Rober Remon Saad Habashy
Accepted Abstracts: Pharmaceut Reg Affairs
Since a couple of years, quality risk management (QRM) has become a mandatory regulatory requirement towards healthcare organizations either they are active in the sectors of Medical Devices or in Pharmaceuticals industry. The objective of quality risk management should aim at raising the level of protection for the patient, by the reduction of the risk to which that patient is exposed at the time he receives a drug product. This general objective can only be achieved if the implemented policy of quality risk management exceeds the unique intend of GMP compliance by increasing the control of the organization on developed processes to improve. Discussion of the methodology including risk assessment phase through identification, analysis and evaluation then risk control phase either by reduction or acceptance and finally risk review, the risk tools ( HAZOP/HACCP/FMEA/FTA) will be illustrated briefly with some examples from Pharma industry.

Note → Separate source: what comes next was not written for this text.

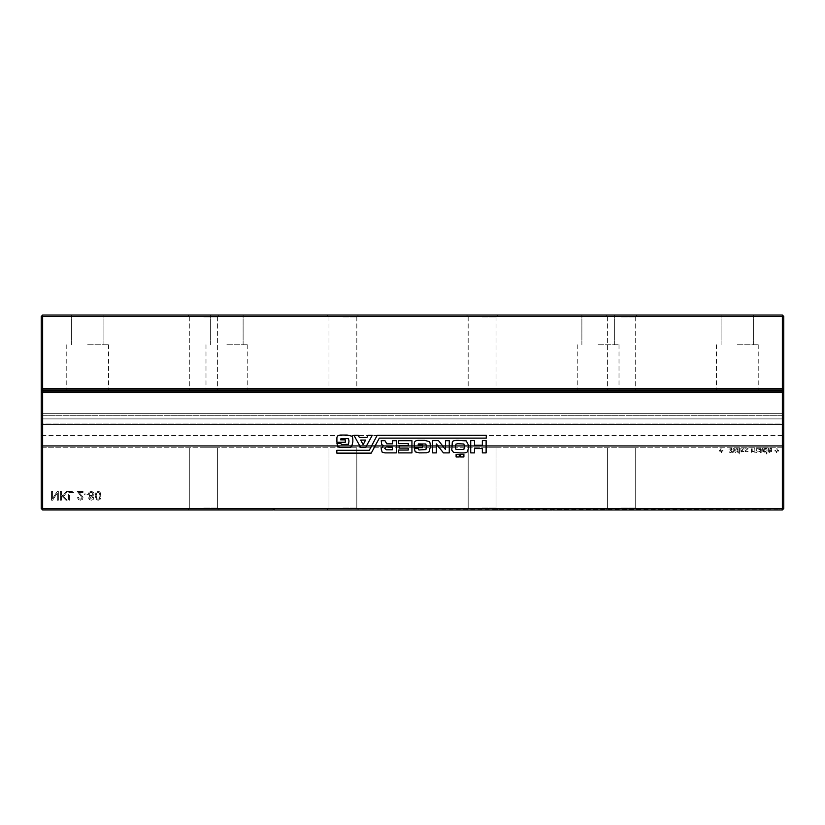 <?xml version="1.0" encoding="UTF-8"?>
<svg xmlns="http://www.w3.org/2000/svg" width="825" height="825" viewBox="0 0 825 825"><rect width="100%" height="100%" fill="white"/><g stroke="black" fill="none" stroke-linecap="round" stroke-linejoin="round"><path stroke-width="0.62" stroke-dasharray="4.12 3.09" d="M42.642 509.953L273.281 509.953L45.891 509.953L45.891 509.025L273.281 509.025L41.714 509.025L42.642 509.953L45.891 509.953L45.891 509.025L41.714 509.025L42.642 509.953L42.642 508.561L782.358 508.561L782.358 392.452L42.642 392.452L42.642 508.561L41.25 508.561L42.642 509.953L273.281 509.953L273.281 509.025L274.209 509.025L274.209 509.953L783.286 509.025L552.647 509.025L552.647 509.953L782.358 509.953L782.358 508.561L783.75 508.561L782.358 509.953L783.286 509.025L782.358 509.953L779.109 509.953L782.358 509.953M203.672 509.953L219.45 509.953L203.672 509.953M273.281 509.953L273.281 509.025L273.281 509.953M203.672 508.097L217.594 508.097L203.672 508.097M41.25 508.561L41.25 392.452L41.25 447.769L41.25 446.841L783.75 446.841L783.75 447.769L783.75 392.452L783.75 446.841L41.25 446.841L783.75 446.841L41.25 446.841L41.25 392.452L42.642 392.452L42.642 391.06L782.358 391.06L783.75 392.452L782.358 392.452L782.358 391.06L783.75 392.452L782.358 391.06L42.642 391.06L41.25 392.452L42.642 391.06L41.25 392.452L783.75 392.452L783.75 446.748L783.75 418.904L783.75 423.081L41.25 423.081L783.75 423.081L783.75 445.356L783.75 391.06L783.75 446.748L783.75 388.647L782.358 390.039L782.358 388.647L42.642 388.647L42.642 390.039L194.205 390.039L193.297 390.968L41.25 390.968L41.25 388.647L42.642 390.039L41.25 388.647L42.642 388.647L42.642 316.439L782.358 316.439L782.358 388.647L783.75 388.647L782.358 390.039L783.75 388.647L783.75 316.439L782.358 316.439L782.358 315.047L42.642 315.047L41.25 316.439L41.25 388.647L42.642 390.039L782.358 390.039M45.891 509.953L45.891 509.025L45.891 509.953M100.65 493.278L99.691 491.834L98.072 491.391L96.051 492.164L95.174 495.804L96.463 499.775L99.392 499.94L100.289 499.135L100.98 495.804L99.691 491.834L98.072 491.391L96.051 492.164L95.174 495.804L95.504 498.331L96.463 499.775L98.072 500.218L99.392 499.94L100.774 497.846L100.65 493.278M743.851 451.296L741.582 451.667L741.469 451.038L744.026 449.233L743.212 447.954L741.056 448.13L740.499 449.182L742.325 448.47L743.325 449.14L740.829 450.584L741.149 452.213L743.614 451.976L743.851 451.296L742.263 451.832L741.376 451.285L744.026 449.233L743.212 447.954L741.056 448.13L740.499 449.182L742.325 448.47L743.325 449.14L740.829 450.584L741.149 452.213L743.067 452.389L743.851 451.296M738.911 452.358L739.613 452.358L739.613 447.769L738.911 447.769L738.911 452.358L739.613 452.358L739.613 447.769L738.911 447.769L738.911 452.358M734.415 449.615L735.096 452.358L735.848 452.358L736.704 448.821L737.746 452.358L738.468 452.358L737.014 447.769L736.323 447.769L735.467 451.296L734.611 447.769L733.889 447.769L732.466 452.358L733.198 452.358L734.219 448.728L735.096 452.358L735.848 452.358L736.704 448.821L737.746 452.358L738.468 452.358L737.014 447.769L736.323 447.769L735.467 451.296L734.611 447.769L733.889 447.769L732.466 452.358L733.198 452.358L734.219 448.728L734.415 449.615M720.72 450.419L719.132 450.419L719.132 451.12L720.72 451.12L720.72 452.708L721.432 452.708L721.432 451.12L723.02 451.12L723.02 450.419L721.432 450.419L721.432 448.831L720.72 448.831L720.72 450.419L719.132 450.419L719.132 451.12L720.72 451.12L720.72 452.708L721.432 452.708L721.432 451.12L723.02 451.12L723.02 450.419L721.432 450.419L721.432 448.831L720.72 448.831L720.72 450.419M730.507 450.667L732.198 449.233L730.486 447.769L728.671 449.182L731.249 448.676L731.259 449.522L729.465 450.141L728.846 451.203L729.764 452.44L731.239 452.389L732.023 451.296L730.434 451.832L729.548 451.285L732.023 449.893L731.383 447.954L729.228 448.13L728.671 449.182L731.249 448.676L731.259 449.522L729.465 450.141L728.846 451.203L729.764 452.44L731.785 451.976L732.023 451.296L731.321 451.12L729.754 451.667L730.507 450.667M739.613 453.946L738.911 453.245L739.613 453.946M89.873 496.217L88.615 497.98L89.337 499.568L91.255 500.218L93.184 499.558L93.916 497.949L92.689 496.217L94.163 494L93.369 492.143L91.266 491.391L89.162 492.143L88.368 494.031L89.873 496.217L88.615 497.98L89.337 499.568L91.255 500.218L93.184 499.558L93.916 497.949L92.689 496.217L94.163 494L93.369 492.143L91.266 491.391L89.162 492.143L88.368 494.031L89.873 496.217M768.426 448.387L767.869 450.11L768.436 451.894L769.921 452.533L771.365 451.894L771.922 449.883L768.57 449.883L769.983 448.47L771.901 449.182L771.231 448.14L768.426 448.387L767.869 450.11L768.436 451.894L769.921 452.533L771.365 451.894L771.922 449.883L768.57 449.883L769.003 448.841L771.901 449.182L769.962 447.769L768.426 448.387M762.393 447.769L758.732 448.14L758.876 450.13L761.506 450.77L760.403 451.832L758.505 451.12L758.835 451.914L760.506 452.533L761.939 452.038L762.393 447.769L758.732 448.14L758.876 450.13L761.506 450.77L760.403 451.832L758.505 451.12L760.506 452.533L762.176 451.502L762.393 447.769M764.043 448.068L763.321 451.388L765.023 452.533L766.281 451.842L766.281 453.946L766.982 453.946L766.982 447.769L766.281 448.522L764.043 448.068L763.094 450.151L764.002 452.234L766.281 451.842L766.281 453.946L766.982 453.946L766.982 447.769L766.281 448.522L764.043 448.068M754.256 452.317L754.689 451.698L756.071 452.533L757.092 452.152L757.453 447.769L756.742 447.769L756.669 451.368L755.927 451.832L754.803 450.46L754.803 447.769L754.091 447.769L754.091 450.78L753.287 451.832L752.276 451.141L752.153 447.769L751.441 447.769L751.441 452.358L752.153 451.76L753.462 452.533L754.689 451.698L756.071 452.533L757.092 452.152L757.453 447.769L756.742 447.769L756.669 451.368L755.927 451.832L754.803 450.46L754.803 447.769L754.091 447.769L754.091 450.78L753.287 451.832L752.276 451.141L752.153 447.769L751.441 447.769L751.441 452.358L752.153 451.76L754.256 452.317M748.058 448.491L746.553 447.769L745.295 448.13L744.738 449.182L746.563 448.47L747.563 449.14L745.068 450.584L745.387 452.213L747.852 451.976L748.089 451.296L746.501 451.832L745.614 451.285L748.265 449.233L747.45 447.954L745.295 448.13L744.738 449.182L746.563 448.47L747.563 449.14L745.068 450.584L745.037 451.77L746.439 452.533L748.089 451.296L746.501 451.832L745.697 451.038L748.089 449.893L748.058 448.491M69.444 500.218L69.444 492.401L73.734 492.401L73.734 491.391L68.444 491.391L68.444 500.218L69.444 500.218L69.444 492.401L73.734 492.401L73.734 491.391L68.444 491.391L68.444 500.218L69.444 500.218M84.325 494.918L87.605 494.918L87.605 493.917L84.325 493.917L84.325 494.918L87.605 494.918L87.605 493.917L84.325 493.917L84.325 494.918M83.067 491.391L77.272 491.391L82.057 497.692L80.334 499.207L79.025 498.743L78.53 497.444L77.519 497.692L78.375 499.568L80.345 500.218L82.335 499.507L82.851 496.691L78.788 492.401L83.067 492.401L83.067 491.391L77.272 491.391L82.057 497.692L80.334 499.207L79.025 498.743L78.53 497.444L77.519 497.692L78.375 499.568L80.345 500.218L82.335 499.507L83.067 497.743L82.129 495.608L78.788 492.401L83.067 492.401L83.067 491.391M60.369 500.218L61.38 500.218L61.38 495.722L65.876 500.218L67.176 500.218L63.566 496.609L67.433 491.391L66.237 491.391L62.886 495.918L61.38 494.423L61.38 491.391L60.369 491.391L60.369 500.218L61.38 500.218L61.38 495.722L65.876 500.218L67.176 500.218L63.566 496.609L67.433 491.391L66.237 491.391L62.886 495.918L61.38 494.423L61.38 491.391L60.369 491.391L60.369 500.218M778.81 450.419L777.222 450.419L777.222 448.831L776.521 448.831L776.521 450.419L774.923 450.419L774.923 451.12L776.521 451.12L776.521 452.708L777.222 452.708L777.222 451.12L778.81 451.12L778.81 450.419L777.222 450.419L777.222 448.831L776.521 448.831L776.521 450.419L774.923 450.419L774.923 451.12L776.521 451.12L776.521 452.708L777.222 452.708L777.222 451.12L778.81 451.12L778.81 450.419M57.337 500.218L58.348 500.218L58.348 491.391L57.265 491.391L52.553 498.62L52.553 491.391L51.542 491.391L51.542 500.218L52.625 500.218L57.337 492.979L57.337 500.218L58.348 500.218L58.348 491.391L57.265 491.391L52.553 498.62L52.553 491.391L51.542 491.391L51.542 500.218L52.625 500.218L57.337 492.979L57.337 500.218M779.109 509.953L552.647 509.953L552.647 509.025L552.647 509.953L779.109 509.953L779.109 509.025L779.109 509.953M621.328 509.953L637.106 509.953L621.328 509.953M342.891 509.953L358.669 509.953L342.891 509.953M482.109 509.953L497.887 509.953L482.109 509.953M203.672 447.769L217.594 447.769L203.672 447.769M41.25 447.769L783.75 447.769L41.25 447.769M482.109 447.769L496.031 447.769L482.109 447.769M342.891 447.769L356.812 447.769L342.891 447.769M621.328 447.769L635.25 447.769L621.328 447.769M783.75 508.561L783.75 392.452L783.75 413.335L783.75 392.452L41.25 392.452L41.25 446.748L41.25 418.904L783.75 418.904L783.75 392.452L41.25 392.452L41.25 391.06L41.25 392.452L783.75 392.452L783.75 391.06L783.75 392.452L41.25 392.452L41.25 445.356L41.25 391.06L783.75 391.06L41.25 391.06L41.25 392.452L783.75 392.452L783.75 446.748L41.25 446.748L41.25 445.356L783.75 445.356L783.75 446.748L41.25 446.748L783.75 446.748L41.25 446.748L783.75 446.748L41.25 446.748L783.75 446.748L783.75 418.904L41.25 418.904L41.25 445.356L783.75 445.356L783.75 446.748L41.25 446.748L41.25 424.473L783.75 424.473L41.25 424.473L41.25 391.06L783.75 391.06L41.25 391.06L41.25 435.61L783.75 435.61L41.25 435.61L41.25 390.968L783.75 390.968L193.297 390.968M42.642 391.06L782.358 391.06L42.642 391.06M621.328 508.097L635.25 508.097L621.328 508.097M342.891 508.097L356.812 508.097L342.891 508.097M482.109 508.097L496.031 508.097L482.109 508.097M96.185 495.804L96.731 493.01L98.072 492.401L99.423 493.02L99.969 495.804L99.454 498.527L98.062 499.207L96.721 498.62L96.185 495.804L96.731 493.01L98.072 492.401L99.423 493.02L99.969 495.804L99.454 498.527L98.062 499.207L96.721 498.62L96.185 495.804M89.378 494.051L90.234 492.618L91.276 492.401L92.689 492.855L93.163 494.02L92.668 495.206L91.235 495.681L89.843 495.217L89.543 493.226L91.276 492.401L92.689 492.855L92.668 495.206L89.843 495.217L89.378 494.051M89.626 497.98L91.276 496.691L92.905 497.929L92.503 498.836L90.028 498.847L90.018 497.052L91.276 496.691L92.513 497.042L92.503 498.836L90.028 498.847L89.626 497.98M768.57 450.594L771.22 450.594L769.921 451.832L768.57 450.594L771.22 450.594L769.921 451.832L768.57 450.594M761.506 449.811L759.041 449.12L760.836 448.656L761.506 450.068L759.155 449.439L760 448.47L761.506 449.811M763.806 450.151L765.053 448.47L766.281 450.089L765.023 451.832L764.156 451.419L764.177 448.893L765.92 448.872L765.909 451.409L764.156 451.419L763.806 450.151M456.101 456.968L456.101 454.379L459.247 454.379L459.247 456.968L456.101 456.968M460.659 452.966L453.513 452.337L451.78 450.13L452.327 441.88C452.843 440.798 454.802 440.302 458.226 440.395L466.238 440.859L468.445 445.18L468.445 448.48L467.187 451.945C466.702 452.719 464.527 453.059 460.659 452.966M432.609 440.622L438.498 440.622L445.5 449.501L445.5 440.705L449.264 440.705L449.264 452.884L443.448 452.884L436.384 443.922L436.384 452.884L432.609 452.884L432.609 440.622M430.248 447.067L429.155 451.78L426.556 452.812L419.409 452.884L415.243 451.863L414.294 448.563L418.069 448.563L418.935 449.976L425.927 449.584L426.401 446.366L425.844 444.005L418.388 443.922L418.069 445.18L422.709 445.18L422.709 447.624L414.294 447.624L414.294 444.087C414.057 441.437 415.718 440.21 419.244 440.395L424.597 440.395L429.072 441.488C429.98 441.901 430.372 443.757 430.248 447.067M353.946 435.28L358.194 435.28L359.37 437.487L366.991 437.487L368.094 435.28L372.261 435.28L365.578 447.542L360.711 447.542L353.946 435.28M392.535 440.705L396.299 440.705L396.299 452.884L384.904 452.884L382.161 452.183L381.14 448.8L383.254 445.418L381.686 444.634L381.212 440.705L384.986 440.705L386.791 443.85L392.535 443.85L392.535 440.705M411.943 452.884L398.578 452.884L398.578 450.058L408.251 450.058L408.251 448.088L399.135 448.088L399.135 445.572L408.251 445.572L408.251 443.613L398.423 443.613L398.423 440.705L411.943 440.705L411.943 452.884M460.659 456.968L460.659 454.379L463.887 454.379L463.887 456.968L460.659 456.968M482.347 452.884L482.347 448.563L474.488 448.563L474.488 452.884L470.724 452.884L470.724 440.622L474.488 440.622L474.488 445.263L482.347 445.263L482.347 440.622L486.121 440.622L486.121 452.884L482.347 452.884M345.304 442.272L336.899 442.272L336.899 438.745C336.662 436.095 338.312 434.868 341.849 435.043L347.191 435.043L351.667 436.147C352.574 436.549 352.966 438.415 352.853 441.726L351.749 446.438L349.15 447.459L342.004 447.542L337.838 446.521L336.899 443.221L340.663 443.221L341.529 444.634L348.521 444.242L348.996 441.024L348.449 438.663L340.983 438.58L340.663 439.838L345.304 439.838L345.304 442.272M336.817 453.121L371.24 453.121L379.325 438.116L486.276 438.116L486.276 435.28L377.211 435.28L369.27 450.295L336.817 450.295L336.817 453.121M457.751 443.695L455.947 444.159L455.472 447.233L456.029 449.501L463.805 449.501L464.516 446.83L463.887 444.005L457.751 443.695M360.711 440.076L363.144 444.716L365.578 440.076L360.711 440.076M392.37 446.83L386.482 446.83L384.749 448.326L386.482 449.821L392.37 449.821L392.37 446.83M41.25 415.707L783.75 415.707L783.75 413.335L41.25 413.335L41.25 392.452L41.25 413.335L783.75 413.335L783.75 415.707L41.25 415.707L41.25 392.452L783.75 392.452L41.25 392.452L41.25 391.06L783.75 391.06L41.25 391.06L41.25 445.356L783.75 445.356L41.25 445.356L41.25 418.904L783.75 418.904L41.25 418.904L41.25 413.335L783.75 413.335L41.25 413.335L41.25 415.707M42.642 390.039L630.795 390.039L611.861 390.039L610.954 390.968M87.656 390.039L108.539 390.039L87.656 390.039M226.875 390.039L247.758 390.039L226.875 390.039M737.344 390.039L758.227 390.039L737.344 390.039M598.125 390.039L619.008 390.039L598.125 390.039M203.672 316.903L217.594 316.903L203.672 316.903M214.046 390.968L217.594 390.968L214.046 390.968L213.139 390.039L194.205 390.039M631.702 390.968L635.25 390.968L631.702 390.968L630.795 390.039M621.328 316.903L635.25 316.903L621.328 316.903M492.484 390.968L496.031 390.968L492.484 390.968L491.576 390.039L472.642 390.039L471.735 390.968M482.109 316.903L496.031 316.903L482.109 316.903M353.265 390.968L356.812 390.968L353.265 390.968L352.358 390.039L333.424 390.039L332.516 390.968M342.891 316.903L356.812 316.903L342.891 316.903M87.656 344.747L108.539 344.747L87.656 344.747M226.875 344.747L247.758 344.747L226.875 344.747M737.344 344.747L758.227 344.747L737.344 344.747M598.125 344.747L619.008 344.747L598.125 344.747M203.672 315.047L219.45 315.047L203.672 315.047M41.25 316.439L42.642 316.439L42.642 315.047M41.25 390.968L783.75 390.968M621.328 315.047L637.106 315.047L621.328 315.047M482.109 315.047L497.887 315.047L482.109 315.047M342.891 315.047L358.669 315.047L342.891 315.047M598.125 315.047L614.367 315.047L598.125 315.047M737.344 315.047L753.586 315.047L737.344 315.047M87.656 315.047L103.898 315.047L87.656 315.047M226.875 315.047L243.117 315.047L226.875 315.047M783.75 316.439L782.358 315.047M213.139 390.039L333.424 390.039M352.358 390.039L472.642 390.039M491.576 390.039L611.861 390.039M41.25 445.356L783.75 445.356L41.25 445.356L41.25 446.748L41.25 445.356M41.25 391.06L783.75 391.06M189.75 508.097L187.894 509.953L189.75 508.097L189.75 447.769L189.75 508.097M217.594 508.097L219.45 509.953L217.594 508.097L217.594 447.769L217.594 508.097M607.406 508.097L605.55 509.953L607.406 508.097L607.406 447.769L607.406 508.097M635.25 508.097L637.106 509.953L635.25 508.097L635.25 447.769L635.25 508.097M328.969 508.097L327.113 509.953L328.969 508.097L328.969 447.769L328.969 508.097M356.812 508.097L358.669 509.953L356.812 508.097L356.812 447.769L356.812 508.097M468.188 508.097L466.331 509.953L468.188 508.097L468.188 447.769L468.188 508.097M496.031 508.097L497.887 509.953L496.031 508.097L496.031 447.769L496.031 508.097M189.75 316.903L189.75 390.968L189.75 316.903L187.894 315.047L189.75 316.903M217.594 316.903L217.594 390.968L217.594 316.903L219.45 315.047L217.594 316.903M607.406 316.903L607.406 390.968L607.406 316.903L605.55 315.047L607.406 316.903M635.25 316.903L635.25 390.968L635.25 316.903L637.106 315.047L635.25 316.903M468.188 316.903L468.188 390.968L468.188 316.903L466.331 315.047L468.188 316.903M496.031 316.903L496.031 390.968L496.031 316.903L497.887 315.047L496.031 316.903M328.969 316.903L328.969 390.968L328.969 316.903L327.113 315.047L328.969 316.903M356.812 316.903L356.812 390.968L356.812 316.903L358.669 315.047L356.812 316.903M66.773 344.747L66.773 390.039L66.773 344.747M108.539 344.747L108.539 390.039L108.539 344.747M205.992 344.747L205.992 390.039L205.992 344.747M247.758 344.747L247.758 390.039L247.758 344.747M716.461 344.747L716.461 390.039L716.461 344.747M758.227 344.747L758.227 390.039L758.227 344.747M577.242 344.747L577.242 390.039L577.242 344.747M619.008 344.747L619.008 390.039L619.008 344.747M103.898 344.747L103.898 315.047L103.898 344.747M71.414 344.747L71.414 315.047L71.414 344.747M243.117 344.747L243.117 315.047L243.117 344.747M210.633 344.747L210.633 315.047L210.633 344.747M753.586 344.747L753.586 315.047L753.586 344.747M721.102 344.747L721.102 315.047L721.102 344.747M614.367 344.747L614.367 315.047L614.367 344.747M581.883 344.747L581.883 315.047L581.883 344.747"/><path stroke-width="1.24" d="M782.358 509.953L783.75 508.561L783.75 392.452L41.25 392.452L41.25 391.06L42.642 391.06L41.25 392.452L41.25 508.561L42.642 509.953L42.642 391.06L783.75 391.06L783.75 392.452L782.358 391.06L782.358 509.953L552.647 509.953L552.647 509.025L551.719 509.025L551.719 509.953L274.209 509.953L274.209 509.025L273.281 509.025L273.281 509.953L42.642 509.953M41.25 508.561L783.75 508.561M456.101 456.968L456.101 454.379L459.247 454.379L459.247 456.968L456.101 456.968M460.659 452.966L453.513 452.337L451.78 450.13L452.327 441.88C452.843 440.798 454.802 440.302 458.226 440.395L466.238 440.859L468.445 445.18L468.445 448.48L467.187 451.945C466.702 452.719 464.527 453.059 460.659 452.966M432.609 440.622L438.498 440.622L445.5 449.501L445.5 440.705L449.264 440.705L449.264 452.884L443.448 452.884L436.384 443.922L436.384 452.884L432.609 452.884L432.609 440.622M430.248 447.067L429.155 451.78L426.556 452.812L419.409 452.884L415.243 451.863L414.294 448.563L418.069 448.563L418.935 449.976L425.927 449.584L426.401 446.366L425.844 444.005L418.388 443.922L418.069 445.18L422.709 445.18L422.709 447.624L414.294 447.624L414.294 444.087C414.057 441.437 415.718 440.21 419.244 440.395L424.597 440.395L429.072 441.488C429.98 441.901 430.372 443.757 430.248 447.067M353.946 435.28L358.194 435.28L359.37 437.487L366.991 437.487L368.094 435.28L372.261 435.28L365.578 447.542L360.711 447.542L353.946 435.28M392.535 440.705L396.299 440.705L396.299 452.884L384.904 452.884L382.161 452.183L381.14 448.8L383.254 445.418L381.686 444.634L381.212 440.705L384.986 440.705L386.791 443.85L392.535 443.85L392.535 440.705M411.943 452.884L398.578 452.884L398.578 450.058L408.251 450.058L408.251 448.088L399.135 448.088L399.135 445.572L408.251 445.572L408.251 443.613L398.423 443.613L398.423 440.705L411.943 440.705L411.943 452.884M460.659 456.968L460.659 454.379L463.887 454.379L463.887 456.968L460.659 456.968M482.347 452.884L482.347 448.563L474.488 448.563L474.488 452.884L470.724 452.884L470.724 440.622L474.488 440.622L474.488 445.263L482.347 445.263L482.347 440.622L486.121 440.622L486.121 452.884L482.347 452.884M345.304 442.272L336.899 442.272L336.899 438.745C336.662 436.095 338.312 434.868 341.849 435.043L347.191 435.043L351.667 436.147C352.574 436.549 352.966 438.415 352.853 441.726L351.749 446.438L349.15 447.459L342.004 447.542L337.838 446.521L336.899 443.221L340.663 443.221L341.529 444.634L348.521 444.242L348.996 441.024L348.449 438.663L340.983 438.58L340.663 439.838L345.304 439.838L345.304 442.272M336.817 453.121L371.24 453.121L379.325 438.116L486.276 438.116L486.276 435.28L377.211 435.28L369.27 450.295L336.817 450.295L336.817 453.121M457.751 443.695L455.947 444.159L455.472 447.233L456.029 449.501L463.805 449.501L464.516 446.83L463.887 444.005L457.751 443.695M360.711 440.076L363.144 444.716L365.578 440.076L360.711 440.076M392.37 446.83L386.482 446.83L384.749 448.326L386.482 449.821L392.37 449.821L392.37 446.83M783.75 316.439L782.358 315.047L42.642 315.047L41.25 316.439L41.25 388.647L782.358 388.647L782.358 390.039L783.75 388.647L782.358 388.647L782.358 316.439L783.75 316.439L783.75 391.06M41.25 391.06L41.25 388.647L42.642 390.039L782.358 390.039M41.25 316.439L42.642 316.439L42.642 390.039M41.25 390.968L783.75 390.968M194.205 390.039L193.297 390.968M631.702 390.968L630.795 390.039M42.642 315.047L42.642 316.439L782.358 316.439L782.358 315.047M214.046 390.968L213.139 390.039M333.424 390.039L332.516 390.968M353.265 390.968L352.358 390.039M472.642 390.039L471.735 390.968M492.484 390.968L491.576 390.039M611.861 390.039L610.954 390.968"/></g></svg>

Rober Remon Saad Habashy has completed his bachelor?s degree in pharmaceutical science in 2007 from Misr International University School of Pharmacy. He completed his Total Quality Management (TQM) Diploma from the American University in Cairo 2009. He became certified Six Sigma Black Belt (CSSBB) from the American Society for Quality (ASQ) October 2011 as well as Diploma in Quality Assurance in the same year from the American supplier institute (ASI). He is the Training Chair at the American Society for Quality Local Member Community (LMC) in Egypt. He is a core member senior Research & Development pharmacist at Amoun Pharmaceutical Company, Cairo, He works at the R&D Department and responsible for Analytical test method development and Validation as well as formulation and pre-formulation studies, Product /process design for human/vet Pharmaceutical product.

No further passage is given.